Myanmar completed its third and final round of voting on Sunday in a monthlong general election called by the ruling military junta - an election critics call a sham. The military seized power after it deposed the elected government led by Aung San Suu Kyi in 2021. She remains in prison. The country remains in chaos after five years of civil war. Michael Sullivan reports.

UNIDENTIFIED MUSICAL ARTIST: (Singing in non-English language).

MICHAEL SULLIVAN, BYLINE: The music was festive at this polling station in the commercial capital, Yangon, on Sunday as voters drifted in to cast their ballots. But the result was already clear - a thumping victory for the military's proxy party, despite their dismal showing in the last election, when it managed just 6% of the vote. Suu Kyi's National League for Democracy, which won that one handily, was barred from running this time around in an election that wasn't even held in contested areas.

RICHARD HORSEY: The results of the Myanmar elections were not surprising. They were a foregone conclusion, really, where the military-backed Union Solidarity and Development Party won a landslide victory.

SULLIVAN: Richard Horsey is senior Myanmar adviser for the International Crisis Group. He says the goal of this election was to fix errors the military believes were committed in the past by allowing Aung San Suu Kyi and her party to participate in the political process in the first place and, quote, "mess things up" for the army.

HORSEY: It's not about international legitimacy. It's certainly not about domestic legitimacy. It's about returning to their favored constitutional setup and, you know, ensuring that their power is, in their mind, secure more sustainably into the future than it is with a military regime.

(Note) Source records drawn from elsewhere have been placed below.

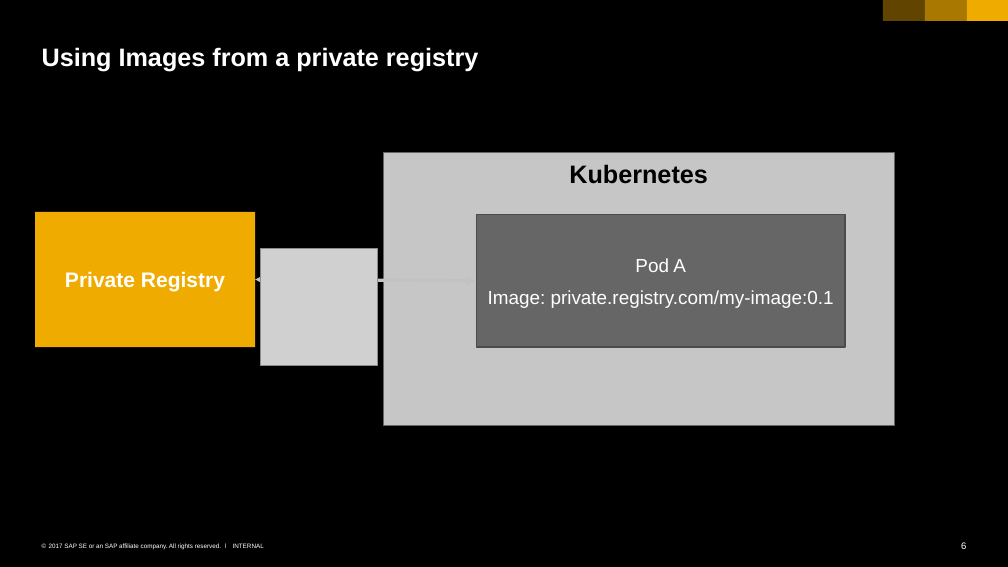
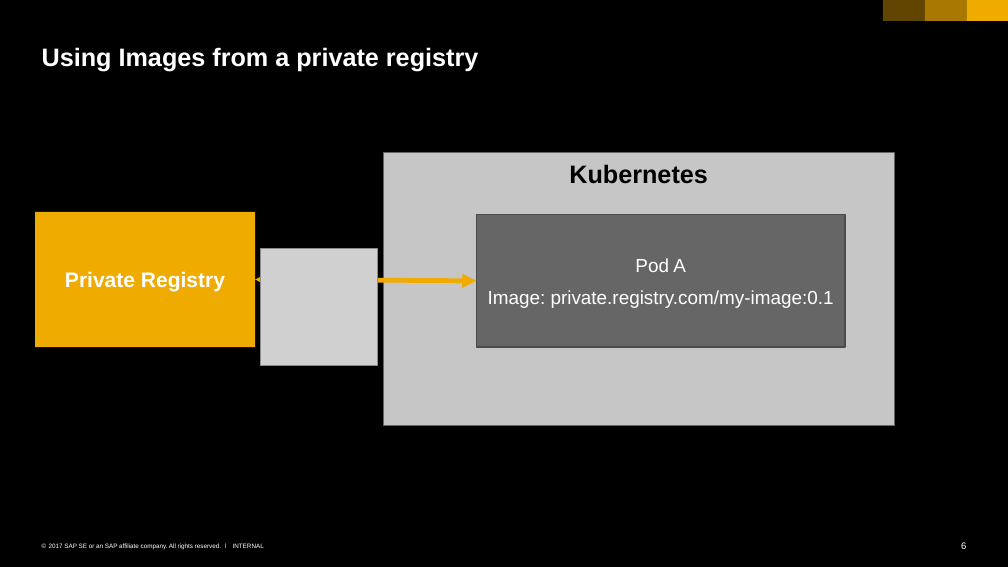
Before and after one commit to cuijiyao01/docker-k8s-training, a slide deck: slide 6 of kubernetes/08_administration.pptx. Drawn at 1008x567 pixels with LibreOffice and Linux fonts; fonts in the diff are those of the drawing; grey boxes stand for pictures. Boxes give left, top, right and bottom in pixels: in the first picture for what was removed or moved away, otherwise in the second. Text is boxed around its words. In the diff, an @@ line names an element or a change of style, - is before the commit and + after.

```diff
--- a/kubernetes/08_administration.pptx
+++ b/kubernetes/08_administration.pptx
@@ double arrow (255, 280) - (476, 280): stroke #C2C2C2 3 pt to #F0AB00 4.5 pt @@
```
Also in this commit, not shown: 4 other slides changed, 2 slides added, 1 slide removed.

SULLIVAN: A Parliament with a majority controlled by their proxy party and one where 25% of the seats are reserved for the military itself. Much of the international community has rejected the elections from the get-go. On Sunday, junta leader General Min Aung Hlaing dismissed their concerns.

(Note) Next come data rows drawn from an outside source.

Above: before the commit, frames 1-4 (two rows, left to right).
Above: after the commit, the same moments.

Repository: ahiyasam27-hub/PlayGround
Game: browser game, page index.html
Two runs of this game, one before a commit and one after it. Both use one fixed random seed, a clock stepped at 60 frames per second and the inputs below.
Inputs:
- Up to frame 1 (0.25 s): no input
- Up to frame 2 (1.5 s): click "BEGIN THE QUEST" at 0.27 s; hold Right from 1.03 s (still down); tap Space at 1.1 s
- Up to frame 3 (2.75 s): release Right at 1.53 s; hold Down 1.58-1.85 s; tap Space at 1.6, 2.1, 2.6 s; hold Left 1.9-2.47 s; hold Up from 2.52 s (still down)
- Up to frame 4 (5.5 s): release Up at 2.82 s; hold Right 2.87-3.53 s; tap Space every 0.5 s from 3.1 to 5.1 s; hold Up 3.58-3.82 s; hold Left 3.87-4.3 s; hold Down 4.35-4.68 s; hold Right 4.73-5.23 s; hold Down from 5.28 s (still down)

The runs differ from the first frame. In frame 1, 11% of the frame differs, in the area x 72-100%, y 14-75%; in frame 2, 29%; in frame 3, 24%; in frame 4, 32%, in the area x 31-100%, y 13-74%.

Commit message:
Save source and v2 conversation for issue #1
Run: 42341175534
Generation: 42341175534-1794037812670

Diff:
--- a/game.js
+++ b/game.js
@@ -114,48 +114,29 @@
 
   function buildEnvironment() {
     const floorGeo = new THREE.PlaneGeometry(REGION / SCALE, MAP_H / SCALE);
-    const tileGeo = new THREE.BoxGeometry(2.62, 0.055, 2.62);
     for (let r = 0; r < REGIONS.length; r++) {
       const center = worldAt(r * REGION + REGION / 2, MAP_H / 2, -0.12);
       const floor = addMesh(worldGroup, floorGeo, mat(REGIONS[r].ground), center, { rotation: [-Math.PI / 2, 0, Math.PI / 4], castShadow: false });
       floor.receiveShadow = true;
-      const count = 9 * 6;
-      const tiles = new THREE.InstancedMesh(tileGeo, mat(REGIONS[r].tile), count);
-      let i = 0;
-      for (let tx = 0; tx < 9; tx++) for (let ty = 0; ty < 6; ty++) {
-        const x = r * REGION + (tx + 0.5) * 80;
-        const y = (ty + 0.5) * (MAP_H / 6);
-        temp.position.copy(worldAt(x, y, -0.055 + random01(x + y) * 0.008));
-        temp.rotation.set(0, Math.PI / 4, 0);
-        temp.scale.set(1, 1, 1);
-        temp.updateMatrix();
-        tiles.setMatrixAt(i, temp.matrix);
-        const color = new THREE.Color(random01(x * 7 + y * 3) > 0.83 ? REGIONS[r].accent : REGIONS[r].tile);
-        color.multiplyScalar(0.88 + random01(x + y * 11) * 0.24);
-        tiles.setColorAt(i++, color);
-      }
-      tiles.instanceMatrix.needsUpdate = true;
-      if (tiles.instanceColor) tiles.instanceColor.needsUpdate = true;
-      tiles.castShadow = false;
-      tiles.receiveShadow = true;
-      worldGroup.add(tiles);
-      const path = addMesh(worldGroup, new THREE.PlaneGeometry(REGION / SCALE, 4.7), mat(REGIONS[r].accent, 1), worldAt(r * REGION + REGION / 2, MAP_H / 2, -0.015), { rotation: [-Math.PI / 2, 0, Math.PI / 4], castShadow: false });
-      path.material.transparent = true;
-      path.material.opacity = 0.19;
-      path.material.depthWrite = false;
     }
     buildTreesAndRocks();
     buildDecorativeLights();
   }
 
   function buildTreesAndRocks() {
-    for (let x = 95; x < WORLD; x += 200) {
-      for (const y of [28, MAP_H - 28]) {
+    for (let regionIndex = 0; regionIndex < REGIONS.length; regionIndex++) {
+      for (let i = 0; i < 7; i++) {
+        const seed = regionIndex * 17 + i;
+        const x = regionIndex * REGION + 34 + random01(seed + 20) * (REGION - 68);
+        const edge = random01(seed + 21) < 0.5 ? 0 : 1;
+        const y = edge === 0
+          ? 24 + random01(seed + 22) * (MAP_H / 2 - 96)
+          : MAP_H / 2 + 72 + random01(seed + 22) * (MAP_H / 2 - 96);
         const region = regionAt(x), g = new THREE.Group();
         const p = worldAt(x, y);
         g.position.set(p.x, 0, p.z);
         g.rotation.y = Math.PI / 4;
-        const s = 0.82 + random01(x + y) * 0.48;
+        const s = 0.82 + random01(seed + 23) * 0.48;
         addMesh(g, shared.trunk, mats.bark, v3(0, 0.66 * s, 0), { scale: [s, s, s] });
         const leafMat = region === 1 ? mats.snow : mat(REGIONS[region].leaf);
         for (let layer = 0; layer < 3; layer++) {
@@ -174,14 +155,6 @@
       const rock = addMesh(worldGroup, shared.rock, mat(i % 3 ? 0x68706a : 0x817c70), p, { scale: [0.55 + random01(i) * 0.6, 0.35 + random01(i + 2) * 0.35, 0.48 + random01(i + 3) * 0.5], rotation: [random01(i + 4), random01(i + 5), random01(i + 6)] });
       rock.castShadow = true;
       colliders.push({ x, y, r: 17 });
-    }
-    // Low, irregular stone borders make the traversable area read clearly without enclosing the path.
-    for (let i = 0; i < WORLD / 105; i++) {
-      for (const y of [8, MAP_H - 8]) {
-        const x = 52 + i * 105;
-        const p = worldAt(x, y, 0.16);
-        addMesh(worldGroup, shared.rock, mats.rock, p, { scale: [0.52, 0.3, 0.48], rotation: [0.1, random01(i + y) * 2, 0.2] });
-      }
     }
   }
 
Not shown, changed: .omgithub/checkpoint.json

(SOUNDBITE OF ARCHIVED RECORDING)

MIN AUNG HLAING: (Speaking Burmese).

SULLIVAN: "The Myanmar people are voting, not outsiders," he said. "Therefore, we don't really care if the international community recognizes the election."

Amara Thiha, a Myanmar scholar at the Stimson Center in D.C. who's in Myanmar for the elections, thinks Myanmar's neighbors don't care all that much either.

AMARA THIHA: India and China already signal acceptance, and the countries around Myanmar are mostly focused on where the system can function, not about the election was clean or not. Border trade, stability - these are the - matter more than the process itself.

SULLIVAN: And what of Myanmar's roughly 55 million people, millions of whom have been left displaced, destitute and hungry since the coup and the civil war that followed? That war and their suffering will continue, just like that of Myanmar's long-persecuted Muslim minority Rohingya.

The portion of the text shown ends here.